About the scalability issue, I just improved the performance using a sensitively higher granularity (500), such as Abe said.

I'm considering a scene complex enough, with high unbalance, at two resolution: 512x512 and 1024x1024.
1 to 8 rays per pixel. Area lights. Rendering times range from 0.5 to 10.0 fps.

However I've still some strange result for one of the test scenes (the cheaper one), with 4 threads, 512x512 and 1 sample per pixel. It looks like the performance drops for the 4th thread, but scalability is linear up to 3 threads. However it happens only with that scene.


Thanks for your help
Biagio



2nd)
I implemented two ImageTraverser using different load balancing strategy: the first using the WorkQueue approach (with granularity=5), the latter using a trivial static scheduling of packet between threads.

I also tested these two balancer on 3 complex scenes (from 200 000 to 8 000 000 of primary rays + reflections).

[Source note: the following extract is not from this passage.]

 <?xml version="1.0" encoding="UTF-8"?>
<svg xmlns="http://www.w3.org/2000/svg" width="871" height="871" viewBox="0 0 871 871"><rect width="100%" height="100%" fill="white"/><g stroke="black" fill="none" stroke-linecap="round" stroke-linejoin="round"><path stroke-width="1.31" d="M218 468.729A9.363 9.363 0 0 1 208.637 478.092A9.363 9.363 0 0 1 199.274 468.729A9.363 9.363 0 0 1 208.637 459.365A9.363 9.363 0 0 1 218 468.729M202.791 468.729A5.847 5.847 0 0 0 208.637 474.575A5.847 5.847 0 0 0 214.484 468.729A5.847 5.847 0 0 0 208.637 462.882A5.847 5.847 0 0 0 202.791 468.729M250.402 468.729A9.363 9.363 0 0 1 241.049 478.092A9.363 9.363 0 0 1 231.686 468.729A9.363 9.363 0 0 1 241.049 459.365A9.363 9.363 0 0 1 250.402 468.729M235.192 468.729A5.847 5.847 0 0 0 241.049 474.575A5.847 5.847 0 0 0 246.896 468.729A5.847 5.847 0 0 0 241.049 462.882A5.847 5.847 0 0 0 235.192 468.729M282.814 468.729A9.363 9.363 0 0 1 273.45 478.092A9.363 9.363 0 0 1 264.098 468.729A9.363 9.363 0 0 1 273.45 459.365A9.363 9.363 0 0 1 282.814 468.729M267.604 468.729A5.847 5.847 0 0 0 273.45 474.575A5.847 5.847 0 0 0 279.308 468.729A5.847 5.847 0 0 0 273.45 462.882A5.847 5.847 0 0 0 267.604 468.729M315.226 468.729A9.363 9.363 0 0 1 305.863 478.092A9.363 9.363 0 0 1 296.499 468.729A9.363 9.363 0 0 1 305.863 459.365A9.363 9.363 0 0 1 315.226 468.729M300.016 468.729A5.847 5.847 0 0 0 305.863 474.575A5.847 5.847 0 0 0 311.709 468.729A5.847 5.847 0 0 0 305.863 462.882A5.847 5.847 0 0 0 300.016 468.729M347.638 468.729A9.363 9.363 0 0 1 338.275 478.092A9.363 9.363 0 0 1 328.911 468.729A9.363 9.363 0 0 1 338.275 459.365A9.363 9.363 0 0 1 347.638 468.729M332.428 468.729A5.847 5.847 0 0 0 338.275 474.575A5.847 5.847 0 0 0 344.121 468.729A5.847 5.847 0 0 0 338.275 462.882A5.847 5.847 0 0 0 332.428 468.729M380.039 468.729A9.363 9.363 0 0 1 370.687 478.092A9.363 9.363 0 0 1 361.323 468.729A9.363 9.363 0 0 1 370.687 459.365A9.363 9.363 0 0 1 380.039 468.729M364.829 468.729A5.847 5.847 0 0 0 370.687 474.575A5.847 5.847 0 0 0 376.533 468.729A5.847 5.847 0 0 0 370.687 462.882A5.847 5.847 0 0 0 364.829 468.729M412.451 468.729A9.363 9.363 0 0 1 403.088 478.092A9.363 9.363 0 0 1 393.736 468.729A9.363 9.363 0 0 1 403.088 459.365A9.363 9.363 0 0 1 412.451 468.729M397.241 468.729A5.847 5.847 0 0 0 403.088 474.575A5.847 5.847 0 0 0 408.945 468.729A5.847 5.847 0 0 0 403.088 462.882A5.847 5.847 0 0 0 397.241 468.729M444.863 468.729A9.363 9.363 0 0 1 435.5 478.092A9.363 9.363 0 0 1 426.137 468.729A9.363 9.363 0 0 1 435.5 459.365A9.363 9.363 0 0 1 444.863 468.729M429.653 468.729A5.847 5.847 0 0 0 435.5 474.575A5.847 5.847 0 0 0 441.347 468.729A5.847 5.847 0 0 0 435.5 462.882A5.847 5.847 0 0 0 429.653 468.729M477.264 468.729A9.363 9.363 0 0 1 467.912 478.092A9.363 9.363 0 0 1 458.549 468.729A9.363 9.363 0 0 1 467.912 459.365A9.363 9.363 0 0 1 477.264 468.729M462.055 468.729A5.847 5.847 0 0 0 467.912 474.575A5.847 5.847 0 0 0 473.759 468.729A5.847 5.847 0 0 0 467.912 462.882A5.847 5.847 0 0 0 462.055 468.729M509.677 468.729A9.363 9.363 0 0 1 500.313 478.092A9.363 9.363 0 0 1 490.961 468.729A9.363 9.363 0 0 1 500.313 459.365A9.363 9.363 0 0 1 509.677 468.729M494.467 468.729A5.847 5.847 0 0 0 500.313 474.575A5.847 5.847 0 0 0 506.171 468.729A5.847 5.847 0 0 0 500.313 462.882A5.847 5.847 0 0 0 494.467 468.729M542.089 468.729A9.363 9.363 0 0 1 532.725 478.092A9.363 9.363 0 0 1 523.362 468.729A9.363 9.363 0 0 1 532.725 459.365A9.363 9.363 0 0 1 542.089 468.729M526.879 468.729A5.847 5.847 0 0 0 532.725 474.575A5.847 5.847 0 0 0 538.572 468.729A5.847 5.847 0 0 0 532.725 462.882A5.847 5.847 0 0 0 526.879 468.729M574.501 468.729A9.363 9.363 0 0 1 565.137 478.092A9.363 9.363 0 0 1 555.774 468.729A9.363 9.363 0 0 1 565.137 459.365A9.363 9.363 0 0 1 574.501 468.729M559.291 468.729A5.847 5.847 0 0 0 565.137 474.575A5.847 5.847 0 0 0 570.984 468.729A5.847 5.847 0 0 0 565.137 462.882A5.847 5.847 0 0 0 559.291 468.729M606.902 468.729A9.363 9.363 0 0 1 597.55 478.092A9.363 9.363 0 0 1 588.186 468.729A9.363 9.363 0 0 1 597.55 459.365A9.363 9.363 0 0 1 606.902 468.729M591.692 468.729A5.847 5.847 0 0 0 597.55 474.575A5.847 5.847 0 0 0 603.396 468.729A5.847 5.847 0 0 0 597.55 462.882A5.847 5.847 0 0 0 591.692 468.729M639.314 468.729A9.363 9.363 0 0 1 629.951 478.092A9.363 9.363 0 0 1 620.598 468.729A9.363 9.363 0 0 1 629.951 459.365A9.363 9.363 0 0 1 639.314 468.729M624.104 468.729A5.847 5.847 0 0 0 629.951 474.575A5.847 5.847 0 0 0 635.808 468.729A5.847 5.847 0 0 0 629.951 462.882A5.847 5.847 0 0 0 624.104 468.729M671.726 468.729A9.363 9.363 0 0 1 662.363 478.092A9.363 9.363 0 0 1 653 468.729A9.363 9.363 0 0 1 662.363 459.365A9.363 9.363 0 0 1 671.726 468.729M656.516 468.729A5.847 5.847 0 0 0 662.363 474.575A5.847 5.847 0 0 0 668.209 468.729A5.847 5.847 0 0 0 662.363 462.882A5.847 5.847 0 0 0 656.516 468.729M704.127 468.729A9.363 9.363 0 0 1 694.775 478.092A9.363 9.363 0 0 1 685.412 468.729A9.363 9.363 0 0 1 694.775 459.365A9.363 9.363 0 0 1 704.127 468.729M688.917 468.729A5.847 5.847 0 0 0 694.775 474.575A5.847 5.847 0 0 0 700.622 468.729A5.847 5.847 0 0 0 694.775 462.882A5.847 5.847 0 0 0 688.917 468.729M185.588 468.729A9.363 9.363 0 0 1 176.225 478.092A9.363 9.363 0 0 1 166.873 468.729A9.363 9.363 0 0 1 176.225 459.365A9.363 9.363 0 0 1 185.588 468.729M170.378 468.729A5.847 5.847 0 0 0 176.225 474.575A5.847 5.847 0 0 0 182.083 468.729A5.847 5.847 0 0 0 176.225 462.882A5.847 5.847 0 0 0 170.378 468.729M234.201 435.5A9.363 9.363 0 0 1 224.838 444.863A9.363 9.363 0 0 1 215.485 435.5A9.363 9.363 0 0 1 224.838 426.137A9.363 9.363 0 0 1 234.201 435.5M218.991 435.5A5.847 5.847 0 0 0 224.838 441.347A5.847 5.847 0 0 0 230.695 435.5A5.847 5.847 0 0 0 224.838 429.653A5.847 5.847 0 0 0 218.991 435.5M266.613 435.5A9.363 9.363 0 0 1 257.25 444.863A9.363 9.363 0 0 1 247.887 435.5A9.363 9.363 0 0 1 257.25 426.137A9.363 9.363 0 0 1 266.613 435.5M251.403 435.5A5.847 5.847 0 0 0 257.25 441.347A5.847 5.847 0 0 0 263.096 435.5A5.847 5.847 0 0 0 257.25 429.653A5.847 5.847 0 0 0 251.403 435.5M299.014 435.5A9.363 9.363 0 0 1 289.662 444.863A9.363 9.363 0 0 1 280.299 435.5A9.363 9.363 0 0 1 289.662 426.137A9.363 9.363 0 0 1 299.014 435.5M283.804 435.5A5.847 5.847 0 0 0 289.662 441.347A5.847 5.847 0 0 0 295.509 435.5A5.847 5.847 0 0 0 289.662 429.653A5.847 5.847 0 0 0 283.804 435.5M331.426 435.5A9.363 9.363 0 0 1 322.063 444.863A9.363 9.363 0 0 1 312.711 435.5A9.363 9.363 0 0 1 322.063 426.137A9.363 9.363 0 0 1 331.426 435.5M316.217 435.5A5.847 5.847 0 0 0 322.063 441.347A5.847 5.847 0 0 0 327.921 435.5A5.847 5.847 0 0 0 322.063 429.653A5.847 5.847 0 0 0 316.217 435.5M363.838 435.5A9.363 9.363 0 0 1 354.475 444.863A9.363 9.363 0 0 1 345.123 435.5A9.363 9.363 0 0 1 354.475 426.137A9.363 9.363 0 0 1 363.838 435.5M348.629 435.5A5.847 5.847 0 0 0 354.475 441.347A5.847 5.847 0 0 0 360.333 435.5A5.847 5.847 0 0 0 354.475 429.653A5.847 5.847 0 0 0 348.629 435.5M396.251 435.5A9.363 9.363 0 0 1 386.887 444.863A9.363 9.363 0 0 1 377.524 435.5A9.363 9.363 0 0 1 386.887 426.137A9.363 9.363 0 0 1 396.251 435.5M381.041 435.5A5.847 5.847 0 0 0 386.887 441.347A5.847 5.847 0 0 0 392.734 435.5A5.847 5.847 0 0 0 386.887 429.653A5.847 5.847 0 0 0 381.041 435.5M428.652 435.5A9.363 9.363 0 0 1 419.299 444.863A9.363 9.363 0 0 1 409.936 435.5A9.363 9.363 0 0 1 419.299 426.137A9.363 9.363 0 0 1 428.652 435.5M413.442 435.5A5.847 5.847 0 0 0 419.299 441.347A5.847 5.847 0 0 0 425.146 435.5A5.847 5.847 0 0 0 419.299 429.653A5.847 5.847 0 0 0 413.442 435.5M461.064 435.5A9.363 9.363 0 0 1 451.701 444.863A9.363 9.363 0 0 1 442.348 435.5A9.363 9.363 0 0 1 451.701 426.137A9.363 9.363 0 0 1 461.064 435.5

The test platform is an Intel Core 2 Quad Q6600 (4 cores).
Surprisingly scalability is higher with the static approach...
am I using the WorkQueue in the wrong way? Which is the better load balancer available in Manta for my target platform?

The better load balancing approach is probably more dependent on the graphics workload than on the hardware platform.  The rendering cost can be visualized by pressing 't' and then using 't+ctrl' or 't+shift' to adjust the color map. How does changing granularity effect scalability?


I also noted that the scalability is fine with low fps (close to 4x), but it slow down for higher fps (3x).

What are the actual refresh rates for low and high? Also what changes to produce the lower or higher frame rate, i.e. does the scene become more complicated, the output resolution greater etc.?

I wonder if this is due to a relatively higher cost of the barrier synch.

The barriers only become expensive if there is another source of load imbalance in the pipeline which the load balancer is unable to compensate for, e.g. the animation callbacks occur in a separate section of the control loop from rendering, so if one thread executes a very expensive animation update, the other threads might end up idling at the barrier which would hurt scalability. This type of load imbalance is usually visible in a profiler.